The Difference Between Ales and Lagers
Beer Friends! Today's lesson comes to you in the video below! Or, feel free to read the accompanying blog post.
Every beer style in the entire world fits into one of two categories: It’s either an ale or a lager. What determines this?
Yeast, my friends.
Yeast is the whole reason that alcoholic beverages exist:
Yeast eats sugar, and creates alcohol, CO2, and a bunch of other byproducts as a result.
There are many strains of yeast out there but there are two main ones used in brewing...ale yeast and lager yeast.
Ales
Let’s run over ale yeast first. This yeast is known as Saccharomyces Cerevisieae (feel free to choose to remember that one only if you’d like). And this was the first yeast used in brewing since the dawn of civilization.
Ale yeast likes to eat up sugars in a warm environment...let’s say 55 degrees Fahrenheit and higher. Its happiest in warm temperatures, so it creates a lot of aromas and flavors, namely things called esters and phenols. Esters make aromas that smell particularly fruity, like:
Apple
Pineapple
Citrus
Peach
And then there are phenols, which give spicy characteristics to beer. Think black pepper, clove... whatever is in your spice cabinet.
Fun Fact: Phenols can also provide other aromas to beer, some that are not the best-smelling. If you smell barnyard, horse blanket, barbecue smoke, or band-aid in your beer, you are smelling products of phenols.
Lagers
Let's move on to lagers, which are a much newer category of beer because of the yeast strain used. Around the 1400s, the Germans discovered that their beer would last longer if they brewed and stored their beer in cold caves. You already know that ale yeast doesn't like cold temperatures, so it wasn't too happy in this environment. So a different strain of yeast had to emerge to ferment the beer, and that yeast strain was called Saccharomyces Carlsbergensis aka Saccharomyces Pastorianus, aka, Lager Yeast.
Side note: lager means to store in German, which comes from the fact that they would store their beer in these cold caves.

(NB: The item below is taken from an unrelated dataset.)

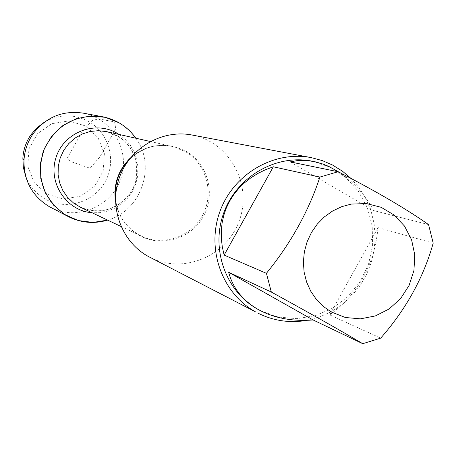 <?xml version="1.0" encoding="UTF-8"?>
<svg xmlns="http://www.w3.org/2000/svg" width="456" height="456" viewBox="0 0 456 456"><rect width="100%" height="100%" fill="white"/><g stroke="black" fill="none" stroke-linecap="round" stroke-linejoin="round"><path stroke-width="0.34" stroke-dasharray="2.28 1.71" d="M149.796 257.252C183.084 274.848 227.521 256.084 239.594 219.832C252.442 183.848 229.032 141.673 191.97 135.004M135.865 138.231C156.613 166.138 141.155 210.946 107.616 220.117C141.155 210.946 156.613 166.138 135.865 138.231M350.977 178.439L359.351 188.111L366.1 199.05L371.053 210.974L374.097 223.594L375.163 236.584L374.222 249.626L371.304 262.399L366.481 274.592L359.875 285.889L351.639 296.018L341.983 304.728L331.142 311.801L319.382 317.045L306.996 320.334M329.711 314.891C358.171 294.205 374.285 265.107 378.058 227.607L329.711 314.891L380.703 338.13M378.058 227.607L433.2 243.105M290.136 161.891L373.732 210.592C364.72 194.444 353.423 181.784 339.84 172.613M428.56 224.614L373.732 210.592M311.984 161.156L329.762 167.05L345.494 177.213L358.268 191.024L367.348 207.651L372.221 226.108L372.615 245.317L368.528 264.161L360.183 281.551L348.076 296.474L332.903 308.051L315.529 315.609L296.964 318.67L278.308 317.045L260.655 310.787M83.112 113.122C112.125 118.229 130.707 150.953 120.754 178.832C111.401 206.921 76.591 221.228 50.605 207.355M25.735 176.489C29.634 186.327 36.127 193.863 45.218 199.095C65.687 210.757 93.668 202.612 105.079 181.881C116.799 161.327 109.229 133.106 88.76 121.552C74.003 113.766 59.252 113.943 44.5 122.094M47.019 194.199L34.234 182.554L27.77 166.394L28.939 148.941L37.517 133.688L51.784 123.684L68.873 120.914L85.375 125.89L98.034 137.592L104.378 153.689L103.181 171L94.688 186.151L80.564 196.154L63.561 199.038L47.019 194.199M98.604 118.822L114.604 121.929L115.727 128.723L100.064 156.653L90.1 168.258L70.406 161.464L67.431 157.844L81.892 132.097L92.038 120.646L98.604 118.822M115.488 198.981C117.625 215.044 125.503 227.151 139.131 235.307C161.031 247.825 191.035 238.91 203.336 216.469C215.956 194.216 207.959 163.75 186.071 151.329C165.442 141.103 146.427 143.902 129.031 159.731M130.53 157.827C142.779 147.174 156.71 143.383 172.328 146.461L185.062 151.438C206.237 163.476 214.417 192.603 202.943 214.548C191.754 236.647 163.379 246.696 141.4 236.122C127.207 228.918 118.571 217.341 115.493 201.398M117.5 135.859L106.67 131.641L117.363 135.814C139.53 147.869 142.055 180.832 127.623 196.485C114.12 210.695 98.433 214.303 80.564 207.303L88.777 210.125L97.407 211.065L106.049 210.079L114.274 207.224L121.706 202.635L127.993 196.536L132.833 189.217L135.996 181.026L137.341 172.357L136.794 163.607L134.389 155.205L130.228 147.539L124.505 140.989L117.5 135.859M119.033 134.434L125.28 139.416L130.473 145.515L134.417 152.498L136.982 160.119L138.071 168.099L137.655 176.159L135.745 184.007L132.411 191.36L127.771 197.967L121.991 203.575L115.271 207.993L107.861 211.06L100.018 212.661L92.021 212.73M129.128 159.6C141.611 147.659 156.009 143.281 172.328 146.461L150.32 141.497M115.488 199.141C117.95 216.241 126.586 228.564 141.4 236.122L121.005 226.461"/><path stroke-width="0.68" d="M311.254 157.628L191.97 135.004C162.176 129.202 130.08 147.772 119.5 177.241C108.688 206.631 121.359 241.52 147.921 256.243L255.303 311.727C221.981 293.248 206.146 248.987 219.906 211.561C233.369 174.032 273.885 150.332 311.254 157.628L322.158 160.535L332.51 165.004L342.644 171.336L350.977 178.439M119.056 122.789L123.205 125.446L128.307 129.578L131.778 133.078L135.865 138.231C127.606 126.728 116.548 119.575 102.691 116.764C74.898 113.909 55.096 125.411 43.286 151.267C35.83 178.701 43.696 200.218 66.884 215.819L68.257 216.566C80.906 222.898 94.021 224.078 107.616 220.117L93.03 222.425L78.403 220.561L64.883 214.639L53.54 205.114L45.286 192.728L40.789 178.461L40.424 163.436L44.221 148.867L51.876 135.916L62.78 125.617L76.055 118.782L90.63 115.955L105.353 117.334L119.056 122.789M306.996 320.334C289.714 323.304 273.269 320.859 257.657 312.993M331.341 312.007L345.392 317.507L360.434 318.841L375.356 315.934L389.076 309.008L400.602 298.589L409.089 285.439L413.934 270.511L414.783 254.893L411.568 239.719L404.518 226.09L394.132 215.01L381.153 207.309L366.527 203.558L351.337 204.066L341.738 206.665L332.68 210.963L324.438 216.834L317.285 224.095L311.437 232.514L307.087 241.834L304.369 251.758L303.365 261.972L304.118 272.158L306.586 281.985L310.701 291.156L316.327 299.381L323.275 306.403L331.341 312.007M380.703 338.13C406.068 309.231 423.567 277.556 433.2 243.105L428.56 224.614C406.359 208.956 376.217 191.326 338.141 171.73L319.907 177.07C308.678 211.174 290.848 243.259 266.418 273.321L271.32 292.039C308.957 312.668 339.429 329.887 362.737 343.693L380.703 338.13M339.84 172.613L328.793 166.423L323.144 164.114L315.546 161.886L308.495 160.7L303.382 160.392L296.668 160.717L290.136 161.891L338.141 171.73M273.326 166.776L265.284 169.803L257.748 173.514L250.783 177.88L244.445 182.862L238.784 188.413L233.854 194.49L229.687 201.033L226.319 207.999L223.788 215.323L222.106 222.944L221.291 230.799L221.359 238.824L222.311 246.947L224.141 255.103L273.326 166.776L319.907 177.07M224.141 255.103L266.418 273.321M228.684 272.3C232.885 288.209 242.729 300.601 258.216 309.476L260.9 310.918C276.102 318.499 293.51 321.52 313.124 319.969L228.684 272.3L271.32 292.039M313.124 319.969L362.737 343.693M260.655 310.787L257.737 309.236C225.635 291.424 210.45 248.725 223.81 212.713C236.886 176.597 276.022 153.917 311.984 161.156L313.648 161.481M68.257 216.566L49.305 206.653C32.199 196.143 23.758 180.707 23.98 160.347C24.556 150.611 27.616 141.736 33.168 133.722C45.976 117.089 62.626 110.227 83.112 113.122L102.691 116.764M44.5 122.094L37.084 127.686L30.968 134.714C26.072 141.787 23.37 149.619 22.863 158.209L23.341 167.512L25.735 176.489M129.031 159.731C118.759 170.823 114.245 183.91 115.488 198.981M115.493 201.398C113.248 184.372 118.258 169.849 130.53 157.827M150.32 141.497L106.67 131.641L98.467 130.684L90.231 131.47L82.308 133.967L75.046 138.065L68.765 143.6L63.743 150.326L60.203 157.947L58.294 166.126L58.1 174.517L59.633 182.748L62.82 190.454L67.516 197.305L73.519 203L80.564 207.303L121.005 226.461M92.021 212.73C66.337 210.832 47.766 182.736 55.957 157.736C63.549 132.553 94.882 120.099 117.049 133.215L119.033 134.434M115.488 199.141C114.188 183.945 118.737 170.761 129.128 159.6M260.404 310.661L260.9 310.918M22.863 158.209L23.98 160.347M30.968 134.714L33.168 133.722"/></g></svg>
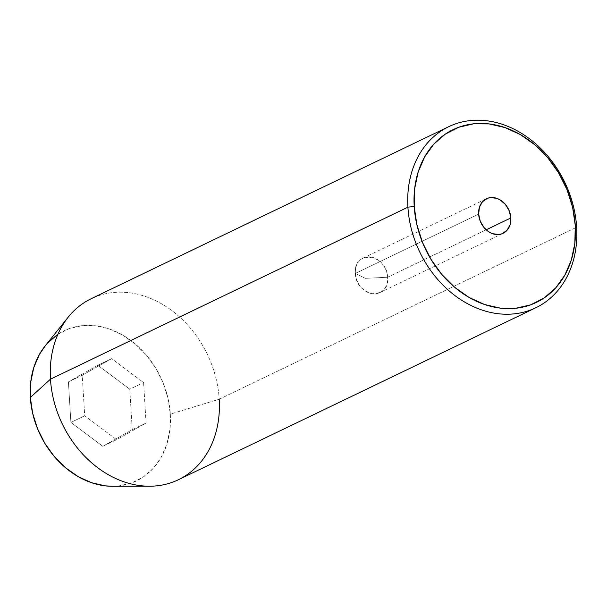 <?xml version="1.0" encoding="UTF-8"?>
<svg xmlns="http://www.w3.org/2000/svg" width="607" height="607" viewBox="0 0 607 607"><rect width="100%" height="100%" fill="white"/><g stroke="black" fill="none" stroke-linecap="round" stroke-linejoin="round"><path stroke-width="0.46" stroke-dasharray="3.04 2.28" d="M355.383 273.423A19.181 15.357 64.3 0 0 379.807 292.62A19.181 15.357 64.3 0 0 387.6 277.247L486.192 229.81L387.6 277.247C390.051 301.133 355.846 297.073 355.383 273.423L365.27 278.332L387.6 277.247L365.27 278.332L355.383 273.423C352.933 249.538 387.145 253.597 387.6 277.247A19.181 15.357 64.3 0 0 363.176 258.051A19.181 15.357 64.3 0 0 355.383 273.423L478.642 214.119L355.383 273.423M68.204 317.165A100.466 80.45 -115.7 0 1 159.58 302.703A100.466 80.45 -115.7 0 1 219.21 399.224L170.317 414.118A83.341 66.732 64.3 0 0 120.846 334.062A83.341 66.732 64.3 0 0 45.055 346.058M178.405 479.735A100.466 80.45 64.3 0 0 219.21 399.224L576.65 227.238L219.21 399.224A100.466 80.45 64.3 0 0 91.285 298.667M45.214 345.861L47.384 343.327M57.384 334.632L69.031 328.675L81.877 325.678L95.436 325.762L109.184 328.918L122.591 335.034L135.141 343.873L146.355 355.087L155.802 368.252L163.116 382.858L168.018 398.344L170.317 414.118L169.922 429.581L166.864 444.119L161.242 457.192L153.283 468.285L143.282 476.981L131.636 482.944L118.79 485.941L112.856 486.283M97.856 365.285L68.416 381.902L70.89 422.426L102.811 446.327L132.25 429.71L129.777 389.193L97.856 365.285L68.416 381.902L82.218 375.263L111.658 358.646L97.856 365.285L111.658 358.646L143.578 382.547L146.059 423.071L116.612 439.688L84.699 415.78L82.218 375.263L68.416 381.902L70.89 422.426L84.699 415.78L70.89 422.426L102.811 446.327L116.612 439.688L102.811 446.327L132.25 429.71L146.059 423.071L132.25 429.71L129.777 389.193L143.578 382.547L129.777 389.193L97.856 365.285M112.53 486.283A83.341 66.732 64.3 0 0 170.317 414.118L219.21 399.224M82.218 375.263L111.658 358.646L143.578 382.547L146.059 423.071L116.612 439.688L84.699 415.78L82.218 375.263M379.807 292.62L503.066 233.316M363.176 258.051L486.427 198.747"/><path stroke-width="0.91" d="M510.851 217.943A19.181 15.357 -115.7 0 1 503.066 233.316A19.181 15.357 -115.7 0 1 478.642 214.119L479.431 207.215L482.557 201.653L487.542 198.277L490.502 197.586L496.784 198.337L499.872 199.741L505.343 204.354L509.197 210.75L510.851 217.943L510.062 224.848L506.936 230.41L501.951 233.786L498.992 234.477L492.709 233.725L489.621 232.322L484.151 227.708L480.296 221.312L478.642 214.119A19.181 15.357 -115.7 0 1 486.427 198.747A19.181 15.357 -115.7 0 1 510.851 217.943L486.192 229.81L510.851 217.943M407.912 207.192L414.209 206.463A95.898 76.793 -115.7 0 1 489.113 123.911A95.898 76.793 -115.7 0 1 575.277 225.599L576.65 227.238A100.466 80.45 64.3 0 0 486.382 120.717A100.466 80.45 64.3 0 0 407.912 207.192A100.466 80.45 -115.7 0 1 448.717 126.681A100.466 80.45 -115.7 0 1 576.65 227.238A100.466 80.45 -115.7 0 1 535.844 307.749A100.466 80.45 -115.7 0 1 407.912 207.192L50.472 379.178A100.466 80.45 -115.7 0 1 68.204 317.165L45.055 346.058A83.341 66.732 64.3 0 0 30.35 397.494L50.472 379.178L407.912 207.192A100.466 80.45 64.3 0 0 498.18 313.72A100.466 80.45 64.3 0 0 576.65 227.238L575.277 225.599L572.636 207.442L566.991 189.619L558.577 172.805L547.711 157.661L534.805 144.754L520.358 134.587L504.933 127.553L489.113 123.911L473.513 123.82L458.725 127.265L445.318 134.124L433.815 144.132L424.657 156.902L418.185 171.94L414.664 188.678L414.209 206.463L416.857 224.62L422.502 242.443L430.917 259.25L441.782 274.402L454.689 287.308L469.135 297.476L484.561 304.509L500.38 308.144L515.98 308.242L530.768 304.797L544.176 297.938L555.678 287.93L564.836 275.161L571.308 260.122L574.829 243.384L575.277 225.599A95.898 76.793 -115.7 0 1 500.38 308.144A95.898 76.793 -115.7 0 1 414.209 206.463L407.912 207.192M448.717 126.681L91.285 298.667A100.466 80.45 64.3 0 0 50.472 379.178A100.466 80.45 64.3 0 0 178.405 479.735L535.844 307.749M112.856 486.283L105.231 485.858L91.482 482.694L78.075 476.578L65.526 467.747L54.311 456.532L44.865 443.368L37.551 428.762L32.649 413.268L30.35 397.494L30.737 382.038L33.802 367.493L39.425 354.427L45.214 345.861M47.384 343.327L57.384 334.632M219.21 399.224A100.466 80.45 -115.7 0 1 149.55 486.222A100.466 80.45 -115.7 0 1 50.472 379.178L30.35 397.494A83.341 66.732 64.3 0 0 112.53 486.283L149.55 486.222"/></g></svg>

Lager yeast ferments at colder temperatures….and I don’t know about you but when I’m cold i’m not moving around a lot...so lager yeast works very slowly and therefore does not create all those fruity and spicy aromatics that ale yeast creates.
Therefore the PRIMARY difference between ales and lagers is that ales will have all these fruity, spicy characteristics coming from the yeast strain, and lagers will not. Lagers get all their flavor from the malt and hops and therefore are more “clean” and “straightforward”. It is difficult to make lagers because it costs more money, takes more time, and is difficult to hide any impurities in the beer...so when people just start out in brewing, they usually start with ales.
Now that you know the difference between ales and lagers, go out and try them side by side! Seriously, this will help you learn a lot. Taste both together and observe how there’s just a lot more going on in the ale than the lager.